§ Problem:
Lines containing "BoxSelector" should be pulled from the material below.
◆ ◆ ◆ ◆ ◆
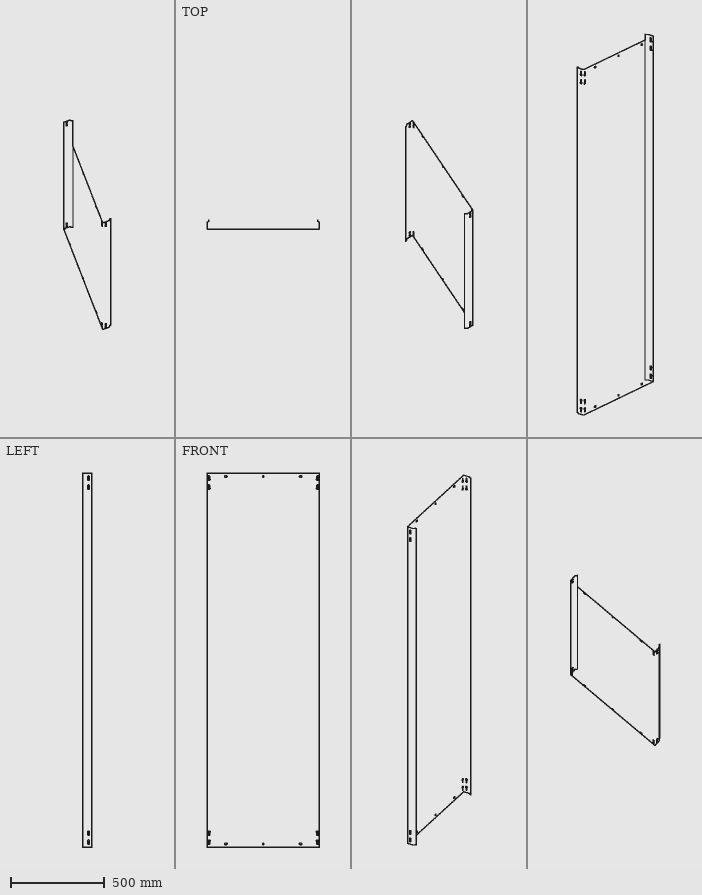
import cadquery as cq
import math

width = 600.0
depth = 50.0
height = 2000.0

sheet = 1.5
outside_bend = 3.0
inside_bend = outside_bend - sheet

lip_step_start = 38.0
lip_inset = 8.0
lip_bend_angle = 50

keyhole_first_depth = 35.0
keyhole_pitch = 48.0
keyhole_head = 10.0
keyhole_neck = 5.0
keyhole_rise = 15.0
front_keyhole_edge_gap = 11.0
side_keyhole_y = 18.0

edge_hole_gap = 18.0
edge_hole_size = 8.0
edge_slot_length = 15.0
edge_slot_x = 200.0

half_width = width / 2
half_height = height / 2


def round_bends(body, corners, radius):
    """Round the upright edges that pass through the given plan corners."""
    for x, y in corners:
        edge = cq.selectors.NearestToPointSelector((x, y, 0))
        body = body.edges(edge).fillet(radius)
    return body


def half_channel():
    """Right half of the bent sheet: front sheet, side flange and stepped rear lip."""
    bend = math.radians(lip_bend_angle)
    lip_step_end = lip_step_start + lip_inset / math.tan(bend)
    inner_shift = sheet * math.tan(bend / 2)
    flange_inner_x = half_width - sheet
    lip_outer_x = half_width - lip_inset
    lip_inner_x = lip_outer_x - sheet

    front_outer = (half_width, 0)
    front_inner = (flange_inner_x, sheet)
    step_outer = (half_width, lip_step_start)
    step_inner = (flange_inner_x, lip_step_start - inner_shift)
    lip_outer = (lip_outer_x, lip_step_end)
    lip_inner = (lip_inner_x, lip_step_end - inner_shift)

    outer_line = [(0, 0), front_outer, step_outer, lip_outer, (lip_outer_x, depth)]
    inner_line = [(lip_inner_x, depth), lip_inner, step_inner, front_inner, (0, sheet)]
    body = cq.Workplane("XY").polyline(outer_line + inner_line).close().extrude(half_height, both=True)

    body = round_bends(body, [front_outer, step_outer, lip_inner], outside_bend)
    return round_bends(body, [front_inner, step_inner, lip_outer], inside_bend)


def keyhole(plane, across, z, end, length):
    """Keyhole cutter: a round head at height z and a round-ended neck rising towards the panel end."""
    head = cq.Workplane(plane).center(across, z).circle(keyhole_head / 2)
    neck = cq.Workplane(plane).center(across, z + end * keyhole_rise / 2)
    neck = neck.slot2D(keyhole_rise + keyhole_neck, keyhole_neck, 90)
    return head.extrude(length, both=True).union(neck.extrude(length, both=True))


def cut_keyholes(body):
    """Two rows of keyholes at each end, through the front sheet and through both flanges."""
    front_x = half_width - front_keyhole_edge_gap
    for end in (-1, 1):
        for row in range(2):
            z = end * (half_height - keyhole_first_depth - row * keyhole_pitch)
            body = body.cut(keyhole("XZ", -front_x, z, end, sheet))
            body = body.cut(keyhole("XZ", front_x, z, end, sheet))
            body = body.cut(keyhole("YZ", side_keyhole_y, z, end, half_width))
    return body


def cut_edge_holes(body):
    """Round hole at mid width with a slot on each side of it, along the top and bottom edges."""
    hole_z = half_height - edge_hole_gap
    hole_points = [(0, z) for z in (-hole_z, hole_z)]
    slot_points = [(x, z) for x in (-edge_slot_x, edge_slot_x) for z in (-hole_z, hole_z)]
    holes = cq.Workplane("XZ").pushPoints(hole_points).circle(edge_hole_size / 2)
    slots = cq.Workplane("XZ").pushPoints(slot_points).slot2D(edge_slot_length, edge_hole_size)
    return body.cut(holes.extrude(sheet, both=True)).cut(slots.extrude(sheet, both=True))


right_half = half_channel()
channel = right_half.union(right_half.mirror("YZ")).clean()
result = cut_edge_holes(cut_keyholes(channel))
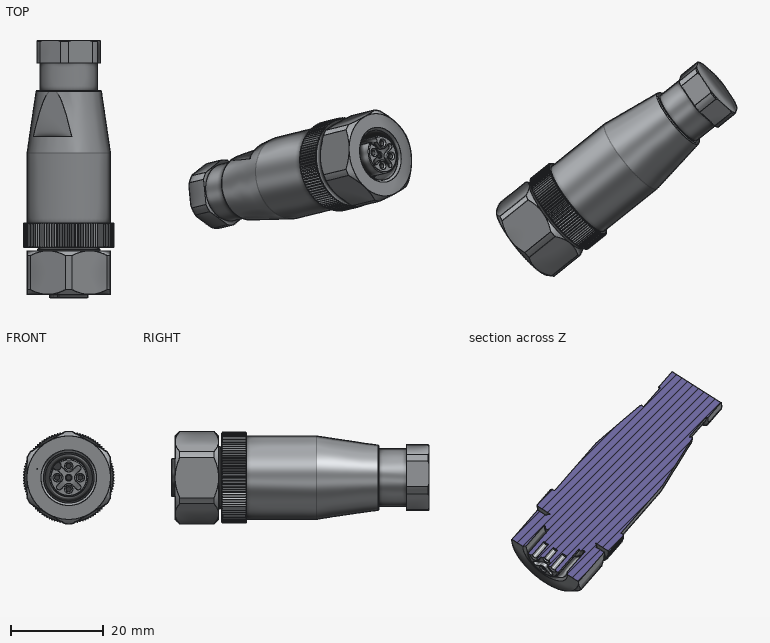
import cadquery as cq
import math

nut_front = 0.8
nut_back = 10.15
knurl_front = 10.8
knurl_back = 16.2
taper_start = 31.25
taper_end = 44.45
shell_end = 44.75
gland_front = 50.6
total_length = 55.5

nut_flats = 18.0
nut_corner_d = 20.0
nut_chamfer = (nut_corner_d - nut_flats) / 2
bore_d = 10.95
bore_mouth_d = 12.0
bore_mouth_chamfer = (bore_mouth_d - bore_d) / 2
bore_floor = 7.75
collar_d = 13.5
collar_root_d = 12.2
collar_shoulder = 10.5

shell_d = 18.0
shell_end_d = 14.1
shell_end_bevel = 0.15
neck_d = 12.5
knurl_d = 19.6
knurl_root_d = 19.0
knurl_teeth = 100
knurl_chamfer = 0.2

flat_distance = 7.0
flat_start = 34.75
flat_tilt = 30.0

gland_flats = 13.1
gland_corner_d = 14.2
gland_chamfer = 0.2
gland_turn = 7.3

insert_d = 8.2
insert_bevel_width = 0.3
insert_bevel_depth = 0.1
ring_inner_d = 8.2
ring_outer_d = 10.2
pin_circle_r = 2.5
pin_hole_d = 1.1
pin_mouth_d = 1.8
pin_mouth_depth = 0.35
centre_counterbore_d = 1.45
centre_counterbore_depth = 0.45
pin_hole_depth = 4.45
recess_depth = 1.0
recess_arm = 2.9
recess_width = 1.15
recess_inner_fillet = 1.0
keyway_d = 1.8
keyway_r = 3.55
keyway_edge_fillet = 0.15


def plane_at(y):
    """Workplane across the axis at y: local x is X, local y is Z, and it faces -Y."""
    return cq.Workplane("XZ", origin=(0, y, 0))


def along(sketch, length):
    """Extrude an outline towards +Y."""
    return sketch.extrude(-length)


def revolved(points):
    """Solid of revolution about the Y axis from (radius, y) points."""
    return cq.Workplane("XY").polyline(points).close().revolve(360, (0, 0, 0), (0, 1, 0))


def cylinder(d, start, end):
    return along(plane_at(start).circle(d / 2), end - start)


def hexagon(flats, start, end, turn):
    """Hexagonal bar with a corner pointing up, turned about the axis by the given angle."""
    corners_d = flats / math.cos(math.pi / 6)
    outline = plane_at(start).transformed(rotate=(0, 0, 90 + turn)).polygon(6, corners_d)
    return along(outline, end - start)


def coupling_nut():
    rounded = cylinder(nut_corner_d, nut_front, nut_back).faces("<Y or >Y").chamfer(nut_chamfer)
    nut = hexagon(nut_flats, nut_front, nut_back, 0).intersect(rounded)
    bore = revolved([
        (0, nut_front),
        (bore_mouth_d / 2, nut_front),
        (bore_d / 2, nut_front + bore_mouth_chamfer),
        (bore_d / 2, bore_floor),
        (0, bore_floor),
    ])
    return nut.cut(bore)


def knurled_ring():
    points = []
    for i in range(knurl_teeth):
        for step, d in ((0, knurl_d), (0.5, knurl_root_d)):
            angle = 2 * math.pi * (i + step) / knurl_teeth
            points.append((d / 2 * math.cos(angle), d / 2 * math.sin(angle)))
    teeth = along(plane_at(knurl_front).polyline(points).close(), knurl_back - knurl_front)
    blank = cylinder(knurl_d, knurl_front, knurl_back).faces("<Y or >Y").chamfer(knurl_chamfer)
    return teeth.intersect(blank)


def shell():
    body = revolved([
        (0, nut_back),
        (collar_d / 2, nut_back),
        (collar_d / 2, collar_shoulder),
        (collar_root_d / 2, knurl_front),
        (shell_d / 2, knurl_front),
        (shell_d / 2, taper_start),
        (shell_end_d / 2, taper_end),
        (shell_end_d / 2 - shell_end_bevel, shell_end),
        (neck_d / 2, shell_end),
        (neck_d / 2, gland_front),
        (0, gland_front),
    ])
    flat_length = shell_end - flat_start
    beyond_flat = (
        plane_at(flat_start)
        .transformed(rotate=(0, 0, flat_tilt))
        .center(0, flat_distance + shell_d / 2)
        .rect(2 * shell_d, shell_d)
    )
    return body.cut(along(beyond_flat, flat_length))


def cable_gland():
    rounded = cylinder(gland_corner_d, gland_front, total_length).faces(">Y").chamfer(gland_chamfer)
    return hexagon(gland_flats, gland_front, total_length, gland_turn).intersect(rounded)


def seal_ring():
    """Round seal lying on the bore floor around the insert."""
    section_d = (ring_outer_d - ring_inner_d) / 2
    centre_r = (ring_outer_d + ring_inner_d) / 4
    section = cq.Workplane("XY").center(centre_r, bore_floor).circle(section_d / 2)
    return section.revolve(360, (-centre_r, 0, 0), (-centre_r, 1, 0))


def outer_contact_hole(x, z):
    hole = revolved([
        (0, 0),
        (pin_mouth_d / 2, 0),
        (pin_hole_d / 2, pin_mouth_depth),
        (pin_hole_d / 2, pin_hole_depth),
        (0, pin_hole_depth),
    ])
    return hole.translate((x, 0, z))


def centre_contact_hole():
    """Counterbored hole that starts at the floor of the cross recess."""
    counterbore = cylinder(centre_counterbore_d, 0, recess_depth + centre_counterbore_depth)
    return counterbore.union(cylinder(pin_hole_d, 0, pin_hole_depth))


def cross_recess():
    """X-shaped recess with round arm ends and rounded inner corners."""
    arm_length = 2 * recess_arm + recess_width
    rising_arm, falling_arm = [
        along(plane_at(0).transformed(rotate=(0, 0, angle)).slot2D(arm_length, recess_width), recess_depth)
        for angle in (45, 135)
    ]
    recess = rising_arm.union(falling_arm)
    inner_corners = cq.selectors.BoxSelector(
        (-recess_width, 0, -recess_width), (recess_width, recess_depth, recess_width)
    )
    return recess.edges("|Y").edges(inner_corners).fillet(recess_inner_fillet)


def keyway():
    offset = keyway_r / math.sqrt(2)
    return cylinder(keyway_d, 0, bore_floor).translate((-offset, 0, offset))


def insert_blank():
    """Insert envelope with its bevelled front rim."""
    r = insert_d / 2
    return revolved([
        (0, 0),
        (r - insert_bevel_width, 0),
        (r, insert_bevel_depth),
        (r, bore_floor),
        (0, bore_floor),
    ])


def contact_insert():
    insert = cylinder(insert_d, 0, bore_floor).cut(keyway())
    keyway_corners = cq.selectors.BoxSelector((-insert_d, 0, 0), (0, bore_floor, insert_d))
    insert = insert.edges("|Y").edges(keyway_corners).fillet(keyway_edge_fillet)
    insert = insert.intersect(insert_blank())
    insert = insert.cut(cross_recess()).cut(centre_contact_hole())
    for x, z in ((1, 0), (-1, 0), (0, 1), (0, -1)):
        insert = insert.cut(outer_contact_hole(x * pin_circle_r, z * pin_circle_r))
    return insert


result = (
    coupling_nut()
    .union(shell())
    .union(knurled_ring())
    .union(cable_gland())
    .union(seal_ring())
    .union(contact_insert())
)
◆ ◆ ◆ ◆ ◆
§ Written answer:
    inner_corners = cq.selectors.BoxSelector(
    keyway_corners = cq.selectors.BoxSelector((-insert_d, 0, 0), (0, bore_floor, insert_d))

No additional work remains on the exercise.